A computer assisted learning system includes a presentation device that reproduces audio information to provide an audiovisual presentation for perception by a user and includes a presentation speed selector that controls speed of the audiovisual presentation, wherein the audio information includes spoken words and the presentation speed is controlled by the speed selector in accordance with an adjustable language units per minute presentation speed of the audio information. User oral responses to trigger events are recorded, and language unit segmentation is preformed to identify language units of spoken words in terms of their phonetics, pitch, duration, and energy, from which user errors in phonetics, stress, rhythm, and intonation may be identified. In another aspect of the system, corrective feedback is provided to guide the user in changing the user's oral responses to provide correct spoken responses.

Description

SPOKEN LANGUAGE TEACHING SYSTEM BASED ON
LANGUAGE UNIT SEGMENTATION
BACKGROUND OF THE INVENTION
1. Technical Field
This invention relates generally to computer-assisted teaching systems and, more
particularly, to spoken language teaching systems that identify language units in speech
for presentation control and for identification of user errors in reference to the language
units.
2. Background Art
It is known to vary the playback speed of audiovisual materials in accordance
with a desired playback speed relative to an original, or non-adjusted, speed of the
source audiovisual material. This is particularly useful in language instruction for
listening comprehension, where a user who speaks one language is being trained to
speak in a target language. For example, PCT International Application No. WO
98/44483 to Shpiro et al. describes a language instruction system in which a digital
audiovisual playback apparatus provides increased and decreased playback speeds while
maintaining audio-to-video frame synchronization and while maintaining audio quality.

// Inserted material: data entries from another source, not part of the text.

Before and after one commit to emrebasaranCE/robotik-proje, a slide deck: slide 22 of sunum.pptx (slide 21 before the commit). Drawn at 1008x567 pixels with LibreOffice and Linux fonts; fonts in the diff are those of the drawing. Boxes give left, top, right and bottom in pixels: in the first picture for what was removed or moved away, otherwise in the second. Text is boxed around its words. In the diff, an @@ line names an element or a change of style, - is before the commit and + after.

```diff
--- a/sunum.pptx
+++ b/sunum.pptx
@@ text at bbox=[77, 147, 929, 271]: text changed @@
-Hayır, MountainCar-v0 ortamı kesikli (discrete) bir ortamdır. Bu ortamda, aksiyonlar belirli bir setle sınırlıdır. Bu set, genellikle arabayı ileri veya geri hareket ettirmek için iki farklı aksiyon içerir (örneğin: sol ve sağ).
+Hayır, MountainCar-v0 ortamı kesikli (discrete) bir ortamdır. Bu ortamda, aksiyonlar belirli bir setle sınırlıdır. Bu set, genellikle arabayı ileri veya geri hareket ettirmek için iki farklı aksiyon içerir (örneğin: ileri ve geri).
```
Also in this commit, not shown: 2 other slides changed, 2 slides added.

The system described in the Shpiro document maintains audio quality by recognizing
that an audio track of audiovisual material typically includes portions with silence and
portions with sound, such as spoken words, and then by differentially adjusting the silent portions and the sound portions. That is, the system identifies sound portions of
the audio track that contain recorded sound information, and identifies silent portions of
the audio track that do not contain recorded sound. The system then advantageously
adjusts playback of the audio track portion by speeding up or slowing down the sound
portions by a different proportion than the silent portions.
For example, as described in the above-referenced Shpiro document at Figure 7
and at page 17, the sound portions (typically comprising words or phrases) and the silent
interval between such words and phrases are extended by different time factors. Signal
processing techniques, such as the known "WSOLA" technique and the "ETSM"
technique, are used to maintain voice pitch of the extended audio track and thereby
maintain audio quality. Thus, to slow down an audio track for easier listener
comprehension, words and phrases in the audio track may be played at two-thirds speed
(so that a block of 0.5 seconds of speech in the original track will require 0.75 seconds
during playback), and the silent interval between words may be played at one-half speed
(so that 0.5 seconds of silence will be increased to 1.0 seconds of silence during
playback), all the while preserving the original voice pitch of the audio track.
The system described in the above-referenced Shpiro document thereby assists
language learning and listening comprehension by adjusting playback speed of language
instructional materials to a speed with which a user is comfortable, while maintaining
audio playback quality by providing constant pitch. In addition, the Shpiro system
maintains synchronization with any existing video frame track of the instructional
materials. Other computerized language instruction systems are known. For example,
U.S. Patent No. 5,487,671 to Shpiro et al. describes a computerized system for teaching
speech in which a user speaks into a recording device in response to a trigger event, and
the user's response is then analyzed using speech recognition techniques. Other computer-based language instructional systems also provide practice in pronunciation
and fluency, such as described in PCT International Patent Application No. WO
98/44483 and WO 98/02862.
Such systems typically assess user performance to identify when a user's spoken
response does not match a desired performance. The assessment usually involves
comparing the user's performance against a desired or exemplary performance in the
target language. In response to an identified user error, the system will repeat the
desired performance for additional practice by the user. Such systems provide
corrective feedback by identifying the user pronunciation error and providing an
explanation of the desired pronunciation in the target language, and also exercise a
user's listening comprehension by presenting audiovisual material in different difficulty
levels and providing supportive elements according to the user comprehension level.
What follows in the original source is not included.